The lines to print are the one containing "hood = make_hood()" and every line after it through the end of the entries below. Print them exactly and nothing else.

----- Information -----

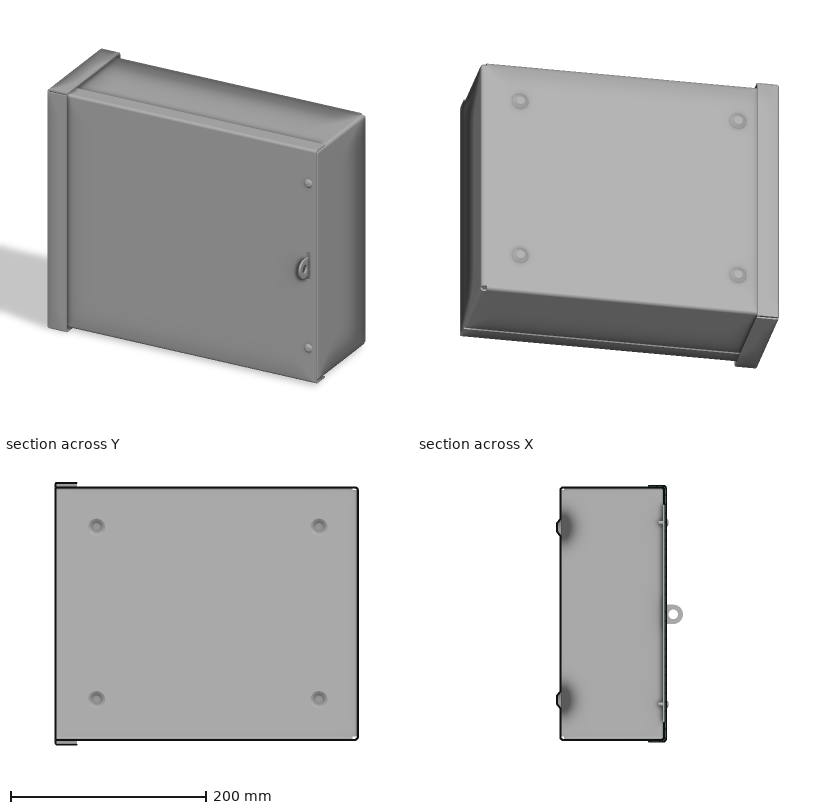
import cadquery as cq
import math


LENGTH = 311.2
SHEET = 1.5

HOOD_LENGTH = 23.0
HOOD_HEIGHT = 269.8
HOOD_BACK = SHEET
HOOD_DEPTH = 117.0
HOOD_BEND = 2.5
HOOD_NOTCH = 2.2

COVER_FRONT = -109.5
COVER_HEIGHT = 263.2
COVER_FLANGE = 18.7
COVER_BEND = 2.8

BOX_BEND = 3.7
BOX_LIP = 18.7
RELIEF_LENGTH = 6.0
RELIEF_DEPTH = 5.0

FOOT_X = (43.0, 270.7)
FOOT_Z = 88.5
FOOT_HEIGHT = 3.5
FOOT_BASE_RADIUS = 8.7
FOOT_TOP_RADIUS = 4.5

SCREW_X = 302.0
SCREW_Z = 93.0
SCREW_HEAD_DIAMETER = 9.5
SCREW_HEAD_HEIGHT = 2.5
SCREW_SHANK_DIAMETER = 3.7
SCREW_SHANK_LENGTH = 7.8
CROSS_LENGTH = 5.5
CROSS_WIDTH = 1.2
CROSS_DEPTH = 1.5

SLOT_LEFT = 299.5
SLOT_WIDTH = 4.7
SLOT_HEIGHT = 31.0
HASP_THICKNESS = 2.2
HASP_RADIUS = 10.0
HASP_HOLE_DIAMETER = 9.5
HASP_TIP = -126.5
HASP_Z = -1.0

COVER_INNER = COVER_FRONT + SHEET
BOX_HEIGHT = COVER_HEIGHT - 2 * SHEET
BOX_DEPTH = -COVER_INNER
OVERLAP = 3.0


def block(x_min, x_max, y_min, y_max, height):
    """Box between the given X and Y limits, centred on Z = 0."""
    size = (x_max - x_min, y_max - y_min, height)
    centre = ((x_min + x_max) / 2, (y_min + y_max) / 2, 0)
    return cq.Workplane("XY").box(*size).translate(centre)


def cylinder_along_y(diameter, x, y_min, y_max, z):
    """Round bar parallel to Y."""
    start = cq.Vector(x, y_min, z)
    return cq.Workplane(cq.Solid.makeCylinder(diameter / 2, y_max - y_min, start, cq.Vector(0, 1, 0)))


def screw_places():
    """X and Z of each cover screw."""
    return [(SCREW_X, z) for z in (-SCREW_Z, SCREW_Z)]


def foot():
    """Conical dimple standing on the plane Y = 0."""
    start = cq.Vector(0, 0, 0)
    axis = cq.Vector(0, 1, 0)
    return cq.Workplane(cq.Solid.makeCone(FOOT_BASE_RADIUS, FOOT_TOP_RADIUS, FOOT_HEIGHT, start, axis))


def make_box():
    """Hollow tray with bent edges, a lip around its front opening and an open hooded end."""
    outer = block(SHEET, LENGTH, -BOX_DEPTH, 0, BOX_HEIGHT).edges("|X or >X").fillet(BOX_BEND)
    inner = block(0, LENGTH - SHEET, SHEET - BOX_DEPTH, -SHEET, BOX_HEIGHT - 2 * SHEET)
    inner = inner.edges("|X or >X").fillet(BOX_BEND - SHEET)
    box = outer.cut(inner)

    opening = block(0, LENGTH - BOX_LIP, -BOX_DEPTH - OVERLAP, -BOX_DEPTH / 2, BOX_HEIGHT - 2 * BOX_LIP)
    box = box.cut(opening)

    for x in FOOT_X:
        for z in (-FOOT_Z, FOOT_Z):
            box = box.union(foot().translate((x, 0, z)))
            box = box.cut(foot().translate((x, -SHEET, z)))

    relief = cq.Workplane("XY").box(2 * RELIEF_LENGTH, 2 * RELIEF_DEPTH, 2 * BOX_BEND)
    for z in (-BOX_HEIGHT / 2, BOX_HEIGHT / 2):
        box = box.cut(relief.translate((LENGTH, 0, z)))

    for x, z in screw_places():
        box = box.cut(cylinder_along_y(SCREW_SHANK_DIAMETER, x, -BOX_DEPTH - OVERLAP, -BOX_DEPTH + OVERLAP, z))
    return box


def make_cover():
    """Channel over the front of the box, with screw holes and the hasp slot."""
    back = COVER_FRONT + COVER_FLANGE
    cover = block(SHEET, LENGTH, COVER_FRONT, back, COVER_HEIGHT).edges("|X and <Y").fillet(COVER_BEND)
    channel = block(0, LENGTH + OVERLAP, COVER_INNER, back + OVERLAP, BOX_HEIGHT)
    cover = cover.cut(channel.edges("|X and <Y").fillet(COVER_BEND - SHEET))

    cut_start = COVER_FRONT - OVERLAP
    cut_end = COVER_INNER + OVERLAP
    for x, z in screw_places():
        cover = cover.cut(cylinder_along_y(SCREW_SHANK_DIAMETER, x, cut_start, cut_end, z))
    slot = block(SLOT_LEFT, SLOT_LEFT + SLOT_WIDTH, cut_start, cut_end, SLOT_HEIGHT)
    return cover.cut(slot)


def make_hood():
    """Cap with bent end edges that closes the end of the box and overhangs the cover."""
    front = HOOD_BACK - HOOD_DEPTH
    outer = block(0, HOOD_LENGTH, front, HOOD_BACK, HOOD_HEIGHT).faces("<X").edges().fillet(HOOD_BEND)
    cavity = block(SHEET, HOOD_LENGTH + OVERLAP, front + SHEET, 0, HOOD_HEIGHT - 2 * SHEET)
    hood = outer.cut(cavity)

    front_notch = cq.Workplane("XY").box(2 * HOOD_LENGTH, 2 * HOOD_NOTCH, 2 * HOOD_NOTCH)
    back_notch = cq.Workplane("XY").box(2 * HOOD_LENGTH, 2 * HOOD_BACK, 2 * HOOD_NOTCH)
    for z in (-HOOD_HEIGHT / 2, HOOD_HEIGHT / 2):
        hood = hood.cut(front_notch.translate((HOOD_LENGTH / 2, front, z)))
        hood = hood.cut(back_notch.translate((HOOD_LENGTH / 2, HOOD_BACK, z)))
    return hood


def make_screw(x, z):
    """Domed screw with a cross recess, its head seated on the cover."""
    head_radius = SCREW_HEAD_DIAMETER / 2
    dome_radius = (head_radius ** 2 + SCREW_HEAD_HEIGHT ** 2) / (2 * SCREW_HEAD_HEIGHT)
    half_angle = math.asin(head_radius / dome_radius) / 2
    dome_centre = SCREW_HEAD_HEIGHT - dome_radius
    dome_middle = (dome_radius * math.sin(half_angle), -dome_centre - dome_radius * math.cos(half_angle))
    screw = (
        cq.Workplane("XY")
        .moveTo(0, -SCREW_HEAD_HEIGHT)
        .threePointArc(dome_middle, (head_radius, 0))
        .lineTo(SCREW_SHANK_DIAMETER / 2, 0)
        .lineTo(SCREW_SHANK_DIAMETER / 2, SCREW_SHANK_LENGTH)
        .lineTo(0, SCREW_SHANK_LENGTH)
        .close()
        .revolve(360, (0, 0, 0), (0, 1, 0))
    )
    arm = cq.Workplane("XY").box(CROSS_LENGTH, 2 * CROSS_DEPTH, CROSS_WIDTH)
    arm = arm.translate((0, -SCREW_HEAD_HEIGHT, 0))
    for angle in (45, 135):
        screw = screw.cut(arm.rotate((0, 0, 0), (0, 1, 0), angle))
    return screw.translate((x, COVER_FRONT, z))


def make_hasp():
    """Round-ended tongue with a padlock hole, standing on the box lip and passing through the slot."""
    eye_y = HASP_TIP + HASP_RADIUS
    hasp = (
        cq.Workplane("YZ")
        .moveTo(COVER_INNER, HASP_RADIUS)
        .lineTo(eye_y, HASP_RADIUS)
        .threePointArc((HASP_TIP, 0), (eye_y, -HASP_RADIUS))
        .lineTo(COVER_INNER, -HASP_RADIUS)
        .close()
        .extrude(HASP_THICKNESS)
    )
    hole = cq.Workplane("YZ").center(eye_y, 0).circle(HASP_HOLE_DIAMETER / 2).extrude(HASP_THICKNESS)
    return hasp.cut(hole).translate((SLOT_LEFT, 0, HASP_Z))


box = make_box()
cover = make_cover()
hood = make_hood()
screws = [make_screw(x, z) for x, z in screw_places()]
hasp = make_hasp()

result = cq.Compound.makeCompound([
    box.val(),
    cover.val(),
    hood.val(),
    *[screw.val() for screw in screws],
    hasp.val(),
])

-----

## Task response
hood = make_hood()
screws = [make_screw(x, z) for x, z in screw_places()]
hasp = make_hasp()

result = cq.Compound.makeCompound([
    box.val(),
    cover.val(),
    hood.val(),
    *[screw.val() for screw in screws],
    hasp.val(),
])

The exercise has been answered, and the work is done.